# pyTivo - MP4 playback??



## rbenotti (Oct 22, 2003)

Pardon if this seems like a dumb question - but does pyTiVo handle MP4 files? Asking because it just occured to me most of my collection is avi/mpg(dvd).

I do know Stream Baby Stream does not like my mkv (audio) files.

With anything over 1GB, it's easie to use pyTivo to transfer, than deal with rebuffering with the kids using Stream Baby


----------



## ThAbtO (Apr 6, 2000)

I have used PyTivo to transfer (push) .mpg, .mp4, .mkv, .avi


----------



## Stuxnet (Feb 9, 2011)

Add to that *.vob files...


----------



## jcthorne (Jan 28, 2002)

Properly formed mp4 files are among the very few formats that Tivo supports natively, ie without transcoding before sending. They can be pushed directly to the Tivo at very high speed and stored in thier original format and size on the tivo.


----------



## rbenotti (Oct 22, 2003)

jcthorne said:


> Properly formed mp4 files are among the very few formats that Tivo supports natively, ie without transcoding before sending. They can be pushed directly to the Tivo at very high speed and stored in thier original format and size on the tivo.

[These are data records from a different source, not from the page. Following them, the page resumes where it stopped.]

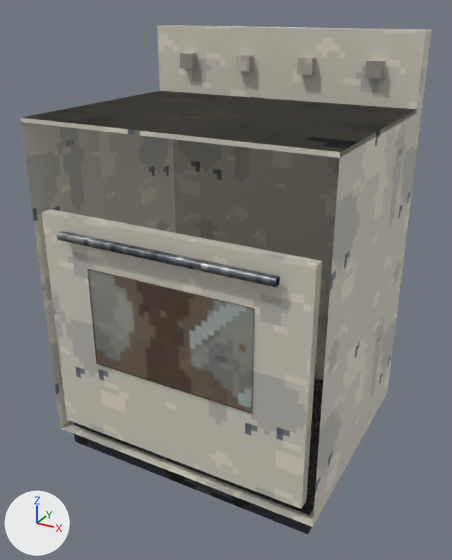
An edit to the glTF model THE_VEIL_ASSETS_V2/03_Residential/Furniture/RES_Stove_Electric.glb, drawn before and after from the same camera.
Before and after are seen from a 50 mm lens placed at (0.731, -1.345, 1.155), pointed at (0.005, -0.024, 0.494). Arrows for +X, +Y and +Z are at lower left; the lights stay in place. The first picture is the older version. Objects named as collision shapes, trigger or cutter boxes, shadow casters or lower levels of detail are left out. Where no turn or scale is listed for an object, it has been applied to the vertices. Vertices at exactly the same position are counted once.

The scene before the commit, as lines of its bpy script (objects in view):
```python
me_int_appliancedoor_oven = bpy.data.meshes.new('INT_ApplianceDoor_Oven')
me_int_appliancedoor_oven.from_pydata(...)  # 24 vertices, 30 faces; spans x -0.35..0.35, y -0.028..0.03, z 0.0..0.6
# faces by material slot: [12, 10, 8]
me_int_appliancedoor_oven.materials.append(mat_m_town_paintwhite)
me_int_appliancedoor_oven.materials.append(mat_m_arch_windowglassdirty)  # picture img_t_arch_windowglassdirty_png
me_int_appliancedoor_oven.materials.append(mat_m_furn_metalbrushed)  # picture img_t_furn_metalbrushed_png
me_res_stove_electric_mesh = bpy.data.meshes.new('RES_Stove_Electric_Mesh')
me_res_stove_electric_mesh.from_pydata(...)  # 58 vertices, 80 faces; spans x -0.38..0.38, y -0.295..0.325, z 0.0..1.1
# faces by material slot: [30, 10, 40]
me_res_stove_electric_mesh.materials.append(mat_m_town_paintwhite)
me_res_stove_electric_mesh.materials.append(mat_m_road_roadpatch)
me_res_stove_electric_mesh.materials.append(mat_m_furn_plasticdirty)
ob_int_appliancedoor_oven = bpy.data.objects.new('INT_ApplianceDoor_Oven', me_int_appliancedoor_oven)
ob_int_appliancedoor_oven.location = (0.0, -0.295, 0.1)
ob_res_stove_electric_mesh = bpy.data.objects.new('RES_Stove_Electric_Mesh', me_res_stove_electric_mesh)
ob_res_stove_electric_mesh.location = (0.0, 0.0, 0.0)
```
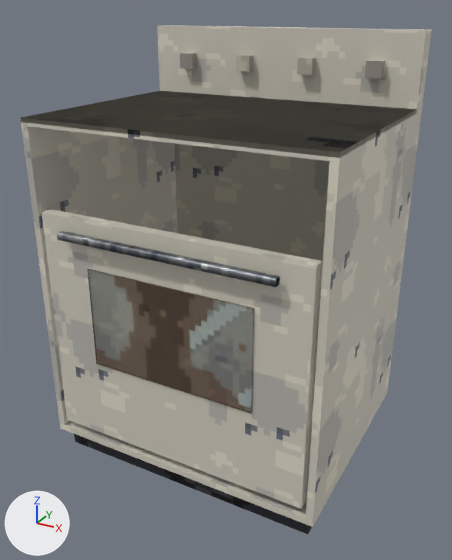
What differs and where, as boxes [x1, y1, x2, y2] in the pictures (452 x 560 px):
```json
{"part": 1, "of": "me_res_stove_electric_mesh", "change": "added", "after": [20, 118, 340, 527]}
```

The change, as JSON lines over the scene's bpy script:
```json
{"block": "me_res_stove_electric_mesh", "where": "# used by ob_res_stove_electric_mesh; location = (0.0, 0.0, 0.0)"}
{"op": "remove", "block": "me_res_stove_electric_mesh", "code": "me_res_stove_electric_mesh.from_pydata(...)  # 58 vertices, 80 faces; spans x -0.38..0.38, y -0.295..0.325, z 0.0..1.1"}
{"op": "add", "block": "me_res_stove_electric_mesh", "code": "me_res_stove_electric_mesh.from_pydata(...)  # 70 vertices, 110 faces; spans x -0.38..0.38, y -0.295..0.325, z 0.0..1.1"}
{"block": "me_res_stove_electric_mesh", "change": "me_res_stove_electric_mesh part 1"}
{"block": "me_res_stove_electric_mesh", "change": "6 vertices are added at (-0.362, 0.307, 0.078), (-0.362, -0.295, 0.078), (0.362, 0.307, 0.078), (0.362, -0.295, 0.078), (0.38, -0.295, 0.078), (-0.38, -0.295, 0.078)"}
{"block": "me_res_stove_electric_mesh", "change": "6 new vertices lie (0.0, 0.0, 0.824) away from vertices in x -0.38..0.38, y -0.295..0.307, z 0.078"}
{"block": "me_res_stove_electric_mesh", "change": "22 new faces join them, mat_m_town_paintwhite"}
{"block": "me_res_stove_electric_mesh", "change": "8 new faces join them, mat_m_furn_plasticdirty"}
```

I guess I'll have to see if the one I downloaded is properly formed (Kids movie)

Thanks!


----------



## rbenotti (Oct 22, 2003)

Safe to say the file isn't properly formed. pYTivo starts transfer and fails (something about 2 streams) and Streambaby plays, but the audio is a music track. Very odd.


----------



## dlfl (Jul 6, 2006)

Here is the video compatibility wiki page for Stream Baby:
http://code.google.com/p/streambaby/wiki/video_compatibility
You can use mediaInfo (free, Google) to get parameters of your file.
Also: ffmpeg -i <file path?
Or: Load into VideoReDo and hit Ctrl-L
You can probably convert to a compatible file with VideoReDo, ffmpeg or another program. You will probably have to do a little research and trial and error to do this but help is available here and on other forums, such as the VideoReDo forum.

If you seek help, the first thing you should do is get the parameters of your file and post them.


----------



## rbenotti (Oct 22, 2003)

For some reason I never saw this back in November. It's the 6 channel audio that pyTivo has a problem with. I posted a new post and forgot I asked this question last fall. Apologies.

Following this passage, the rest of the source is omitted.